Dankprofessor’s Weblog

A weblog examining sexual politics in higher education and beyond.

Shutting out the campus sexual zealots

Tony Judt has a sort of memoir blog at the New York Review of Books.  I find all of his posts to be delightful and insightful.  His latest posting is on student professor relationships then and now, mostly then.  I encourage my readership to read the entire posting.  Following are a couple of excerpts from the post and then my comments.

In 1992 I was chairman of the History Department at New York University—where I was also the only unmarried straight male under sixty. A combustible blend: prominently displayed on the board outside my office was the location and phone number of the university’s Sexual Harassment Center. History was a fast-feminizing profession, with a graduate community primed for signs of discrimination—or worse. Physical contact constituted a presumption of malevolent intention; a closed door was proof positive.

Shortly after I took office, a second-year graduate student came by. A former professional ballerina interested in Eastern Europe, she had been encouraged to work with me. I was not teaching that semester, so could have advised her to return another time. Instead, I invited her in. After a closed-door discussion of Hungarian economic reforms, I suggested a course of independent study—beginning the following evening at a local restaurant. A few sessions later, in a fit of bravado, I invited her to the premiere of Oleanna—David Mamet’s lame dramatization of sexual harassment on a college campus.

How to explain such self-destructive behavior? What delusional universe was mine, to suppose that I alone could pass untouched by the punitive prudery of the hour—that the bell of sexual correctness would not toll for me? I knew my Foucault as well as anyone and was familiar with Firestone, Millett, Brownmiller, Faludi, e tutte quante. To say that the girl had irresistible eyes and that my intentions were…unclear would avail me nothing. My excuse? Please Sir, I’m from the ’60s…

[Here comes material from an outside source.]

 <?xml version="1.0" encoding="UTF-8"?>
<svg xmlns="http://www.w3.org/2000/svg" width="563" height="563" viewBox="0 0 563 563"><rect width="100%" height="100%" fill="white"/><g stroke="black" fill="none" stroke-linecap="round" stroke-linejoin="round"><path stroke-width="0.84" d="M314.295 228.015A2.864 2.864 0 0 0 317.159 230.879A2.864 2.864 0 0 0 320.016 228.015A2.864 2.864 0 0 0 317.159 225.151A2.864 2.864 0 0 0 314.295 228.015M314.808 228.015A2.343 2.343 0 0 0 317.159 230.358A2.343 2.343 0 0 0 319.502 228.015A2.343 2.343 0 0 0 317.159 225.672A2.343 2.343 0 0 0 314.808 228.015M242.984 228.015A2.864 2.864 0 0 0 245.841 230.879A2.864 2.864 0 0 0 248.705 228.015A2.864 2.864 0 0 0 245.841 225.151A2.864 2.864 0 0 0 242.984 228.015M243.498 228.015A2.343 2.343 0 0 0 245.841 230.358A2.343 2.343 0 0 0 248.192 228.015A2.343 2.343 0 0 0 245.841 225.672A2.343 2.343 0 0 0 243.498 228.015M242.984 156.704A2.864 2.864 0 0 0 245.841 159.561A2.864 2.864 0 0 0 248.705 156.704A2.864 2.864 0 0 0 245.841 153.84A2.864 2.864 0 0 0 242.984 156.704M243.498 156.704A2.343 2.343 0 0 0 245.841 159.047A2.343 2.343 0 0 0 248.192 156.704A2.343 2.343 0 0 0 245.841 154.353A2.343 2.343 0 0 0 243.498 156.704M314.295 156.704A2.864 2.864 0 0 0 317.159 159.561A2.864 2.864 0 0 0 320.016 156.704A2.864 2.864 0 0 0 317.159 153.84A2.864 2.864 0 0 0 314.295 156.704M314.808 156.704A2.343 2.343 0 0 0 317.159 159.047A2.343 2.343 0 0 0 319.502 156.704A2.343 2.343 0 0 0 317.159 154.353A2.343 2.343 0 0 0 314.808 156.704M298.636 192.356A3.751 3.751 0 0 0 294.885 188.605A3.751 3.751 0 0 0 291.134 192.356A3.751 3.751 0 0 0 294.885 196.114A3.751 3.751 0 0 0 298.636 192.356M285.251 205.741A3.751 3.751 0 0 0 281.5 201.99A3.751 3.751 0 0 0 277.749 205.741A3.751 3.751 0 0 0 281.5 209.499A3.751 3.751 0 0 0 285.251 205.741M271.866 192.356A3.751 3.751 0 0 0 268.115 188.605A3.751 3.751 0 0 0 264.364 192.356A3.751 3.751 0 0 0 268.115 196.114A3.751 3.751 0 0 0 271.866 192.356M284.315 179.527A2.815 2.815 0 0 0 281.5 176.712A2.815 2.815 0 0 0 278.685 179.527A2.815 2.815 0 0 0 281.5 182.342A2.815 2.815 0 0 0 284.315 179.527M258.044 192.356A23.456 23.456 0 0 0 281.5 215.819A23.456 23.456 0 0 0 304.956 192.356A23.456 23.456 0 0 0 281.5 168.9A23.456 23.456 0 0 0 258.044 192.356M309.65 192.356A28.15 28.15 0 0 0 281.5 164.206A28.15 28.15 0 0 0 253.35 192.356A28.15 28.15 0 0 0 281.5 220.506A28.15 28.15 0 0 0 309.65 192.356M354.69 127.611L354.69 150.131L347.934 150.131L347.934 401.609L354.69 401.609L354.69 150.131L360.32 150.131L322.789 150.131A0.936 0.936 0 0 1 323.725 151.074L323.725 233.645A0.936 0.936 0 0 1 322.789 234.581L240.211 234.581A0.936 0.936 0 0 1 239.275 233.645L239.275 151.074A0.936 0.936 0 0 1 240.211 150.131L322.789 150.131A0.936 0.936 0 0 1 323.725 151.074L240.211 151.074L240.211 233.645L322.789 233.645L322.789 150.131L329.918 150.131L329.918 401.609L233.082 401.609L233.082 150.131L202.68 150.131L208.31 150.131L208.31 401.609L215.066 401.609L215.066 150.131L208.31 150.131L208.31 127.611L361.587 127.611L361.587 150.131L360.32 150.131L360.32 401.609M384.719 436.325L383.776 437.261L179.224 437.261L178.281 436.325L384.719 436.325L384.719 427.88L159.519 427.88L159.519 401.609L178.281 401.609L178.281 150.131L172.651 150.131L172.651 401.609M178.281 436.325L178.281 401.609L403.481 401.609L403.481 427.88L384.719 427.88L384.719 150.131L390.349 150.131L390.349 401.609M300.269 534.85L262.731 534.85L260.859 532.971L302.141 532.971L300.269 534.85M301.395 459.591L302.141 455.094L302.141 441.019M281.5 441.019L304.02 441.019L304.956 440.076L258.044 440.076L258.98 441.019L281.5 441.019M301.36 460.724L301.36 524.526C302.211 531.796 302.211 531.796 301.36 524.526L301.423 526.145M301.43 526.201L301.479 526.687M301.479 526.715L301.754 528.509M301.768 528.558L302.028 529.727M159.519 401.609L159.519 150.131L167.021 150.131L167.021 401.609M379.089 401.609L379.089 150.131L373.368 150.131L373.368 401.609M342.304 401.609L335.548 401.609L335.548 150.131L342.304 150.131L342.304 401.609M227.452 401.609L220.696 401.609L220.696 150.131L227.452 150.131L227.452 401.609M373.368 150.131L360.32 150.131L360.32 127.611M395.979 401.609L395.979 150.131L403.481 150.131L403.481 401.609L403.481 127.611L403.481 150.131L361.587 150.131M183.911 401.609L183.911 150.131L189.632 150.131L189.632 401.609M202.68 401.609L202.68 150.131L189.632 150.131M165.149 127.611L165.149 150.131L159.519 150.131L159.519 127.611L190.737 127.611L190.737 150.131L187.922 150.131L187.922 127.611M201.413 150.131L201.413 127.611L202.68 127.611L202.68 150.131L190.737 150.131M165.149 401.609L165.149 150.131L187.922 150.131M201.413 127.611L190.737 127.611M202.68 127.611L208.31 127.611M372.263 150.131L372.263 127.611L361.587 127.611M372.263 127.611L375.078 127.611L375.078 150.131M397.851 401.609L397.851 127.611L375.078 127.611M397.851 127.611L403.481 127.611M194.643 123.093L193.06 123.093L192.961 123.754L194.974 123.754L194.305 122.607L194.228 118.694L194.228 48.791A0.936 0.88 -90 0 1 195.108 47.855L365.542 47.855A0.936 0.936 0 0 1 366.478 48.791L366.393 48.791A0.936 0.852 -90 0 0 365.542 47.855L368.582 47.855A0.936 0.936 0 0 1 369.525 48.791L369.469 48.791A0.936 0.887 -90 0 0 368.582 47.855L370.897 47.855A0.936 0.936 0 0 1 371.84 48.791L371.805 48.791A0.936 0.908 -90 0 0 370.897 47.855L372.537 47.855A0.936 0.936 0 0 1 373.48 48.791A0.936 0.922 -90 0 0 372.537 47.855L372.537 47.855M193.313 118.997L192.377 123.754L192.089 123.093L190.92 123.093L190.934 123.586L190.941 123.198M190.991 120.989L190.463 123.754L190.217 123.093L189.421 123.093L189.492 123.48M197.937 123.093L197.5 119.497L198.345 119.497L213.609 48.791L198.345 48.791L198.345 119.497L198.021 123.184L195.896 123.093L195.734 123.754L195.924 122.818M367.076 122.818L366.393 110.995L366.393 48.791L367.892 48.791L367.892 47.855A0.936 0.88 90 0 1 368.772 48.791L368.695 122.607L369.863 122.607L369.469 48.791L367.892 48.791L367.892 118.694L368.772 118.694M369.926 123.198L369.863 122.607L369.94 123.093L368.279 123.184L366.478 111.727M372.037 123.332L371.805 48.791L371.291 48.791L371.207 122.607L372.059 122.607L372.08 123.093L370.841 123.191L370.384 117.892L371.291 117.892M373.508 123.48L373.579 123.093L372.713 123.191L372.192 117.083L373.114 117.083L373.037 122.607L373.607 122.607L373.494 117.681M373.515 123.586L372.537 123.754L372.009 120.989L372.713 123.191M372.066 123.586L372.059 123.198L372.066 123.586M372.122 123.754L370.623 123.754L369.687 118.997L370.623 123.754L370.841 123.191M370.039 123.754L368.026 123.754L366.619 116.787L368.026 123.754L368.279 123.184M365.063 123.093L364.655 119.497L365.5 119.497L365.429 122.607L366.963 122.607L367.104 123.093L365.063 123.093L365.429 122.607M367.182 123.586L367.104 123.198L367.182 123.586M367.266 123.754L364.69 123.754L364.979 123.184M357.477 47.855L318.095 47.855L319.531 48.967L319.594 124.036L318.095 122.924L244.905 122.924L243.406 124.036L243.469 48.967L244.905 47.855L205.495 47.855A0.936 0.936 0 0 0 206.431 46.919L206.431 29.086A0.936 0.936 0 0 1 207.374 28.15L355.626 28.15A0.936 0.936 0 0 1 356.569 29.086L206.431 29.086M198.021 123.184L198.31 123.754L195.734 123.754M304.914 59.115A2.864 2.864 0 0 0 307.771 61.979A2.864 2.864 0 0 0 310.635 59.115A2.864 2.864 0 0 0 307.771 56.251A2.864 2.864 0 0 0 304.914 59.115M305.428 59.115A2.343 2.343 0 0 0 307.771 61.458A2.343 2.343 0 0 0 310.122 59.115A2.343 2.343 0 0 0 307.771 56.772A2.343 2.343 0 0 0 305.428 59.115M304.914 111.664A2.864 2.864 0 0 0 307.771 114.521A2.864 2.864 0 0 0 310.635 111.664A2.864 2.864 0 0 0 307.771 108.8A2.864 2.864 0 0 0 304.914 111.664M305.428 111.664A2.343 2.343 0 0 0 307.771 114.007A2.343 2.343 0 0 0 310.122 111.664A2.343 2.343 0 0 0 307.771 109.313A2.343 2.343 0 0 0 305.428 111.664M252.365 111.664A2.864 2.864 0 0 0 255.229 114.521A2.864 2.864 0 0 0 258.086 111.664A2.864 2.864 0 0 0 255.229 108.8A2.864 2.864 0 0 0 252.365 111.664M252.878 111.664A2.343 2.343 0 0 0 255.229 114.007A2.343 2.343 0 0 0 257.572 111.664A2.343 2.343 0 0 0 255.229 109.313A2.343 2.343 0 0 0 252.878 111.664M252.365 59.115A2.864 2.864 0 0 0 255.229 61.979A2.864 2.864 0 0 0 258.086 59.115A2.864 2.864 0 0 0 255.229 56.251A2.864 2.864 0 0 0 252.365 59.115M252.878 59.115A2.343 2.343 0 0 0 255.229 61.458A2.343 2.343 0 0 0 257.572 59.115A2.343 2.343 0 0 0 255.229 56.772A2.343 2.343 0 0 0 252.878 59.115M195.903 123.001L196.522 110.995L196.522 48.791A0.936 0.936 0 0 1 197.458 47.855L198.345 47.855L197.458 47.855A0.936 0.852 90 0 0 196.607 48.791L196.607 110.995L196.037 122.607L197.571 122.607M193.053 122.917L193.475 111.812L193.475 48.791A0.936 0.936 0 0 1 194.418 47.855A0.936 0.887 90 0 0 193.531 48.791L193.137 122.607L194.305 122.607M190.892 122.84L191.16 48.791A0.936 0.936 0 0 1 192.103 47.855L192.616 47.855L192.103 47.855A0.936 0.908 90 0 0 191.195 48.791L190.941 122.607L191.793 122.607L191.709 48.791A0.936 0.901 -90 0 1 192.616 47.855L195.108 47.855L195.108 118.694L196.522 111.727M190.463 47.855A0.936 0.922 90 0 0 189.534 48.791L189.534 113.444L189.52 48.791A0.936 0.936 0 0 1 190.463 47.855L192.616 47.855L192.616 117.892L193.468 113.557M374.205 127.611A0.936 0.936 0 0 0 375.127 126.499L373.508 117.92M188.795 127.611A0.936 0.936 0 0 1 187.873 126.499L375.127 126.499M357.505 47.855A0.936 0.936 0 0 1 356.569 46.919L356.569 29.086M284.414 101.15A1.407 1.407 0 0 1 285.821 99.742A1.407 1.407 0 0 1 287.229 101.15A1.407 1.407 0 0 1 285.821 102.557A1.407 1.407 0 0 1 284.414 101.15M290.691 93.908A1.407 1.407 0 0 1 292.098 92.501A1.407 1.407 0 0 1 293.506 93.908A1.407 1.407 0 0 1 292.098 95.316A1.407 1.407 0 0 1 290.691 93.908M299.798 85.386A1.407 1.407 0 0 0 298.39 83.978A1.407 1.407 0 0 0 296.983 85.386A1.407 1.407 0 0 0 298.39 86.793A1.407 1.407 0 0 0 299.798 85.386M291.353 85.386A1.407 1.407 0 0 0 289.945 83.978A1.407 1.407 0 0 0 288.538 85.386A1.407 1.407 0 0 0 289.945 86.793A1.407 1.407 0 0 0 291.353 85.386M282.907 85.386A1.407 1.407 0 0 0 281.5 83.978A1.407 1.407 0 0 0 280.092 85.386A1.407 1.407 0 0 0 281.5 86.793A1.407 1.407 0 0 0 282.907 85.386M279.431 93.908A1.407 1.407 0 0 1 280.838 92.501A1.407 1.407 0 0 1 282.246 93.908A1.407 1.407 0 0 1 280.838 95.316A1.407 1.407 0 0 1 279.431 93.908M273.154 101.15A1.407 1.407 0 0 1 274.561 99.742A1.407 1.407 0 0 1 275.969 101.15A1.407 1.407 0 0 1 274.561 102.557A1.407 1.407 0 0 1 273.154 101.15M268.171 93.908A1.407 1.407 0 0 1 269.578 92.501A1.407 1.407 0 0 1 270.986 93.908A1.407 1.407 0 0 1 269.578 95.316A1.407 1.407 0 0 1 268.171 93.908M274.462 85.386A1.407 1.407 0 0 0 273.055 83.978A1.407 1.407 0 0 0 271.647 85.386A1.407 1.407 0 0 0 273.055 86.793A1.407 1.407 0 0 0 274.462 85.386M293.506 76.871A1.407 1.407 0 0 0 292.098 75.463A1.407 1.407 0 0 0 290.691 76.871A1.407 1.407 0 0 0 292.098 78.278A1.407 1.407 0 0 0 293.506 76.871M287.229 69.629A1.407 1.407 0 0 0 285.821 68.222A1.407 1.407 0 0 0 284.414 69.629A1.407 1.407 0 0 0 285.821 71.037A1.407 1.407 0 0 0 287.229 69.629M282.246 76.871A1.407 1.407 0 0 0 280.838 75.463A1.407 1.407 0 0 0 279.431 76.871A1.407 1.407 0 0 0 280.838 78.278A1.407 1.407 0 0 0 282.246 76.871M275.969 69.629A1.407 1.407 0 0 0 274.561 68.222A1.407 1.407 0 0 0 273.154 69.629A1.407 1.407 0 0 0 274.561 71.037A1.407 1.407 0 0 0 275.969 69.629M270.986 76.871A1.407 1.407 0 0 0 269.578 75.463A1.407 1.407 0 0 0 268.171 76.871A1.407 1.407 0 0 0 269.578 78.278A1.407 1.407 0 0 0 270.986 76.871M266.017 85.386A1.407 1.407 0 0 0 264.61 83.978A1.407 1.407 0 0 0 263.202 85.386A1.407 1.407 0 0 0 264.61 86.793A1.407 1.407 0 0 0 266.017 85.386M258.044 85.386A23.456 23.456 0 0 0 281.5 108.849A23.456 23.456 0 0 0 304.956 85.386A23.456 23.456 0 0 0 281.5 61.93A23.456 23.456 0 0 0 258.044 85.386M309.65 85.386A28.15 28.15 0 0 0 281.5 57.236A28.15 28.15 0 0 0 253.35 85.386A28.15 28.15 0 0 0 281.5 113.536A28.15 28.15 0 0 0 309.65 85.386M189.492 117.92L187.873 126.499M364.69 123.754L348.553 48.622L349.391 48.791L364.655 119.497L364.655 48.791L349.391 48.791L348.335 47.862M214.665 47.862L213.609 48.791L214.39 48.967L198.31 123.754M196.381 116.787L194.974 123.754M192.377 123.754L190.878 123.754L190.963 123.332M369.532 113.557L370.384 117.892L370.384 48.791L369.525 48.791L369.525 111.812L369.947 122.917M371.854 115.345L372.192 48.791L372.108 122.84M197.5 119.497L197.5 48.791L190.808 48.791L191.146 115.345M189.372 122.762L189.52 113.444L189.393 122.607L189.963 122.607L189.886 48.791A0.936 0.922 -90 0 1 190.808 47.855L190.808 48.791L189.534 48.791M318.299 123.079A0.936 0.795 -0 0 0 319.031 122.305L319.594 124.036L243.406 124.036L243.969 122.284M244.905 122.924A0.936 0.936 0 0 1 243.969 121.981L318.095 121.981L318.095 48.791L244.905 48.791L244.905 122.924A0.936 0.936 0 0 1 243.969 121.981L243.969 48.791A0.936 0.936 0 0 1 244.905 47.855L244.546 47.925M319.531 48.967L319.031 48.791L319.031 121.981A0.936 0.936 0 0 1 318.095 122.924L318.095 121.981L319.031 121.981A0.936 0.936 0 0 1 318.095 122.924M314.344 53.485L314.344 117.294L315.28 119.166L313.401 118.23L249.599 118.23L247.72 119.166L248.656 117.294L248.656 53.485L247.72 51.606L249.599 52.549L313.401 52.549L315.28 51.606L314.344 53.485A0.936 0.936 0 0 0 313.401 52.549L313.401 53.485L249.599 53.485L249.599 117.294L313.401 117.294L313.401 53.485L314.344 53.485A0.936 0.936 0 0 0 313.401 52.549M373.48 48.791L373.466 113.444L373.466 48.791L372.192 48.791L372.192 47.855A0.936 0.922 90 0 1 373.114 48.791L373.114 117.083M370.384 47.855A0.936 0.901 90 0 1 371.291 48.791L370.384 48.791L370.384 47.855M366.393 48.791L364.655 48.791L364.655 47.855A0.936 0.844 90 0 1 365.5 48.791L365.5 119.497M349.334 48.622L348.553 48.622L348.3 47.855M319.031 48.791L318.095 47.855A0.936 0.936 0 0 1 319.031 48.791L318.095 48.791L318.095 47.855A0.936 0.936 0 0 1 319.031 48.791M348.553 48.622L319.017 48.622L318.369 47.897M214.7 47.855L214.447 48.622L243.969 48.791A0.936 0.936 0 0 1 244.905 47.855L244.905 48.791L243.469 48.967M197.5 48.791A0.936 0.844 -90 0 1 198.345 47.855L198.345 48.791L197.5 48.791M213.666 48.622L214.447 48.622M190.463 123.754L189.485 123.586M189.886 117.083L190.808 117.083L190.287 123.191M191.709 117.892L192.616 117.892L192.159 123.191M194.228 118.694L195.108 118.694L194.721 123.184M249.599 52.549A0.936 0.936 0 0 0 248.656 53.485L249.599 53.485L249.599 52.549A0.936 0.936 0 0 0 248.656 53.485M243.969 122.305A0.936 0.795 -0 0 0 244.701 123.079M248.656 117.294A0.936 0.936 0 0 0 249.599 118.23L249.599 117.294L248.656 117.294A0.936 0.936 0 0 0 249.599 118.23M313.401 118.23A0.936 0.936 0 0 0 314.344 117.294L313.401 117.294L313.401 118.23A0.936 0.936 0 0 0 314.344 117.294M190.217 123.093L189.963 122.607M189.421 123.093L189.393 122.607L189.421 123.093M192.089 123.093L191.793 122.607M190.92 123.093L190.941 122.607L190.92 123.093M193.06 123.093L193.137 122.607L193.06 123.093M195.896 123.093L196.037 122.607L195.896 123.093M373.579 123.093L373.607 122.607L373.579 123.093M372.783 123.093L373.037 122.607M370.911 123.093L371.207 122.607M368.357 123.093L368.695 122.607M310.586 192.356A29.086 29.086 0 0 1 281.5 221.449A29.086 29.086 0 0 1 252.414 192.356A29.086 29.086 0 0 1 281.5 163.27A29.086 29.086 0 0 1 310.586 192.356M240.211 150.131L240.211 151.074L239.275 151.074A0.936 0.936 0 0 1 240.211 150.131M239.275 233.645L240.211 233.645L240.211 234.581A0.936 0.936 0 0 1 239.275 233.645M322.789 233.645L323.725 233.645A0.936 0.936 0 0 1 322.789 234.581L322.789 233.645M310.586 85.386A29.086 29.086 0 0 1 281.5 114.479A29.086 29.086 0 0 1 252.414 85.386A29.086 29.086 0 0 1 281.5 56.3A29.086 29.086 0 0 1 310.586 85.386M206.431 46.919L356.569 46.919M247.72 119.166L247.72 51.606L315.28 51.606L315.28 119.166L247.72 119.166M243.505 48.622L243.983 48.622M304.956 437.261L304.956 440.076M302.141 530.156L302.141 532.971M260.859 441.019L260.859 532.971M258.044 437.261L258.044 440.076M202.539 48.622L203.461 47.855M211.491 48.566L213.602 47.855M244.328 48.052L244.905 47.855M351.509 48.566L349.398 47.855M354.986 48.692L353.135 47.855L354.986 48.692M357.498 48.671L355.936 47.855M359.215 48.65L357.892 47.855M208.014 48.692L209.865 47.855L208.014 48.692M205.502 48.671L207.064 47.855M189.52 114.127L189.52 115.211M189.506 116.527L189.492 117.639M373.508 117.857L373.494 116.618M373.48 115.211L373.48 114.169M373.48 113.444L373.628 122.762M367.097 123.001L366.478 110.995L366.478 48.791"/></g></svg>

Why should I not close my office door or take a student to a play? If I hesitate, have I not internalized the worst sort of communitarian self-censorship—anticipating my own guilt long before I am accused and setting a pusillanimous example for others? Yes: and if only for these reasons I see nothing wrong in my behavior. But were it not for the mandarin self-assurance of my Oxbridge years, I too might lack the courage of my convictions—though I readily concede that the volatile mix of intellectual arrogance and generational exceptionalism can ignite delusions of invulnerability.

Indeed, it is just such a sense of boundless entitlement—taken to extremes—that helps explain Bill Clinton’s self-destructive transgressions or Tony Blair’s insistence that he was right to lie his way into a war whose necessity he alone could assess. But note that for all their brazen philandering and posturing, Clinton and Blair—no less than Bush, Gore, Brown, and so many others of my generation—are still married to their first serious date. I cannot claim as much—I was divorced in 1977 and again in 1986—but in other respects the curious ’60s blend of radical attitudes and domestic convention ensnared me too. So how did I elude the harassment police, who surely were on my tail as I surreptitiously dated my bright-eyed ballerina?

Reader: I married her.

Projecting Judt’s situation into the contemporary academic scene, marriage to ones fantasy girl is no excuse.  All that is needed is one third party informant of the Linda Tripp genre.  And, of course, almost all universities codes ban “sexual OR amorous” behavior.  So any protestation that you waited until marriage for sexual congress to occur is beside the point.  Marriage would de facto indicate that there were amorous shenanigans going on.

In any case, I say “bravo” to Tony Judt.  He didn’t capitulate to the campus sexual zealots.  He shut the sexual regulators out and maintained his sexual autonomy.  Too bad that there are hardly any Tony Judt’s into today’s academe.  The men and women of the university world let the sexual control freaks have their way with them.  If they violate the will of the sexual zealots, they almost always do so deep within the campus closet.